All advice welcome but given that SCARTs are one-way I can only presume the TiVo is 'picking up' the interference by simply being next to the TV, and that's rather unavoidable for obvious reasons.


----------



## Automan (Oct 29, 2000)

If I recall this can be caused by signal blead in the scart cables so you get a weak blend of what your STB is receiving plus what Tivo is playing.
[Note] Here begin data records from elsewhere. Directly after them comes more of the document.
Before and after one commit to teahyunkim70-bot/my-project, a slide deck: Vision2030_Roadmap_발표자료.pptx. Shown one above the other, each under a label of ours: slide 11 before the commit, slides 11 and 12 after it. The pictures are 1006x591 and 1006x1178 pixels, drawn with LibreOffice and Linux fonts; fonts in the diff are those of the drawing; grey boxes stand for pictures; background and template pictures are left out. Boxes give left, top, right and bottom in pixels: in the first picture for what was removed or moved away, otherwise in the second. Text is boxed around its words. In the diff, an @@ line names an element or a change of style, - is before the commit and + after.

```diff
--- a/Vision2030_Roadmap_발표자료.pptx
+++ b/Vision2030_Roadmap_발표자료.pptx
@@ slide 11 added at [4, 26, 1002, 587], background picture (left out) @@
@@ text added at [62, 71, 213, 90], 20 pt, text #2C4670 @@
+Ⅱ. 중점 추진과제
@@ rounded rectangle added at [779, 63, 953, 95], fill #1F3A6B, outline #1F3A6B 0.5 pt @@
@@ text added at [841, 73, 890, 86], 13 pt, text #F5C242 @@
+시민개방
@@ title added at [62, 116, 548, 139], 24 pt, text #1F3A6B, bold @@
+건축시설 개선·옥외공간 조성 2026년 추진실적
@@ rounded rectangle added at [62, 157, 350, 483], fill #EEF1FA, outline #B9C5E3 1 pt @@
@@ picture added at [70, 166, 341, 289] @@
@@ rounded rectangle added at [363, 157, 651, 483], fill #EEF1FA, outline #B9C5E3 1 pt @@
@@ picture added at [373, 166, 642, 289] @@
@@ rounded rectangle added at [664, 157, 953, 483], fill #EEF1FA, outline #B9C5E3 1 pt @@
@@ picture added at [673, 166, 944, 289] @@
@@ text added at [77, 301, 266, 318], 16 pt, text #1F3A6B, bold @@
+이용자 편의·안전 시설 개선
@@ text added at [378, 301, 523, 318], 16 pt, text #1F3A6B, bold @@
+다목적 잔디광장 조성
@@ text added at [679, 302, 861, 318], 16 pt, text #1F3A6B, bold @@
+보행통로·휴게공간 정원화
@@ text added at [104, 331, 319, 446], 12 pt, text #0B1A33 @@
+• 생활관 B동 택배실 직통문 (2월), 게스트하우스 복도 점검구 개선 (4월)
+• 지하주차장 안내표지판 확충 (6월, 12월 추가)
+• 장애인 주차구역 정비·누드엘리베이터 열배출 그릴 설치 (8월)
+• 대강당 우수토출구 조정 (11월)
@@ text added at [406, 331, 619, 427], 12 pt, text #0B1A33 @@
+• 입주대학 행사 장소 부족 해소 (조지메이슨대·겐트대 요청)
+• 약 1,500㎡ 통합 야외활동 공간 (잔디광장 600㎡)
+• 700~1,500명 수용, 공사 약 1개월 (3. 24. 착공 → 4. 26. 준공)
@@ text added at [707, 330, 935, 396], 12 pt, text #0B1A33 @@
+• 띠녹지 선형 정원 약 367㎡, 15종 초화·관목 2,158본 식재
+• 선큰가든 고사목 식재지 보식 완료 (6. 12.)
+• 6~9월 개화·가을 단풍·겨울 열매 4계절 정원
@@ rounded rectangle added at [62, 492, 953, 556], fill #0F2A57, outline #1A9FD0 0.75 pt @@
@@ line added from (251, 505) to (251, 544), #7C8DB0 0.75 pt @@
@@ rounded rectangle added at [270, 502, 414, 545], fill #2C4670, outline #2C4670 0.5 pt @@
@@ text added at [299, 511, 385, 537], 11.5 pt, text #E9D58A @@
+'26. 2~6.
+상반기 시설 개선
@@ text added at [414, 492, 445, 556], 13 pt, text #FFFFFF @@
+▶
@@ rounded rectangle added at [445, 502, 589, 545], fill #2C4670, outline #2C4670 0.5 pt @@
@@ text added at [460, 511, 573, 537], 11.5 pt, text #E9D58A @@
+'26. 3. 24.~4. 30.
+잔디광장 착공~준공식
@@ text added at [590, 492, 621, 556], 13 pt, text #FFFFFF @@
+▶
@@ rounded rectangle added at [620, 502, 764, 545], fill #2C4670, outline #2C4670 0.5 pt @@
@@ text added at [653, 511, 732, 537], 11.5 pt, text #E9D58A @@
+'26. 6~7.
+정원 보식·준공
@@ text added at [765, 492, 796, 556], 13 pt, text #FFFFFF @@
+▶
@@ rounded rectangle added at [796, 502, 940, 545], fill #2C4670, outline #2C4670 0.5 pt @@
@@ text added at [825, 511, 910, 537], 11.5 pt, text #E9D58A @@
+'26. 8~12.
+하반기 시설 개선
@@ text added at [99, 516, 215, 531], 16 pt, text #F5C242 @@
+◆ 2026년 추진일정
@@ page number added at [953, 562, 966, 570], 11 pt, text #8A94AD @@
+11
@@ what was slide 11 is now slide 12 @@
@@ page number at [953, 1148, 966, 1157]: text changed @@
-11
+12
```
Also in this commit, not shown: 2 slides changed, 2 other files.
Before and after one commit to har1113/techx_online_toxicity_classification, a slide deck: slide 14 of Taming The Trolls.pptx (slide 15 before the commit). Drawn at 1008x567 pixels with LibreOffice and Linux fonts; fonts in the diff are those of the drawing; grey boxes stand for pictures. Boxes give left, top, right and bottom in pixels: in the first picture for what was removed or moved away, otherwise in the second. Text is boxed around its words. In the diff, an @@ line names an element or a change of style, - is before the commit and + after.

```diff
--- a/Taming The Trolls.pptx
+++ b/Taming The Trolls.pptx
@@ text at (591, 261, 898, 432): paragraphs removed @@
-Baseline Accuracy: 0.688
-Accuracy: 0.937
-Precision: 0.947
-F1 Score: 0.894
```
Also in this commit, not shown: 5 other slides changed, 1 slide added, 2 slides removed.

Better scart leads may help...

Automan.


----------



## dvdfever (Jun 2, 2002)

I thought something in that area might've been the cause with the old TiVo that turned out to have a SNAFU'd AUX SCART, but it's the fact that this latest problem is dependent on the actions of my TV which has got me totally baffled.


----------



## Automan (Oct 29, 2000)

Some TV's also give out a composite video signal with sound on scart AV1
What they output on AV1 can vary from being what the UHF tuner is tuned to, what the integrated freeview is tuned to (if it has one).

This can also blead back to what is being input on AV1.

No guarantees this has anything to do with the problem but all that springs to mind 

Automan.


----------



## TCM2007 (Dec 25, 2006)

I'd concur; don't assume the there is no outgoing signal on the TV's SCART; at least one of mine lets you control what signal is OUTPUT on that SCART.


----------



## dvdfever (Jun 2, 2002)

But what I can't understand is, if I've made that SCART one-way from the TiVo to the TV, how can it be feeding back into the TiVo?


----------



## OzSat (Feb 15, 2001)

SCART is a two-way cable - and most SCART sockets are two-way.


----------



## staffie2001uk (Apr 1, 2004)

The ghosting you are describing sounds a lot like a problem I had after my digital cordless telephone base station got moved too near to my AV amp. The fault increased/decreased when I moved the base station closer/further away. Restoring the base station to it's original position solved the problem. Any wireless kit could cause a similar effect as it's emissions can cause induction in unshielded components. 

Hope this helps.


----------



## dvdfever (Jun 2, 2002)

ozsat said:


> SCART is a two-way cable - and most SCART sockets are two-way.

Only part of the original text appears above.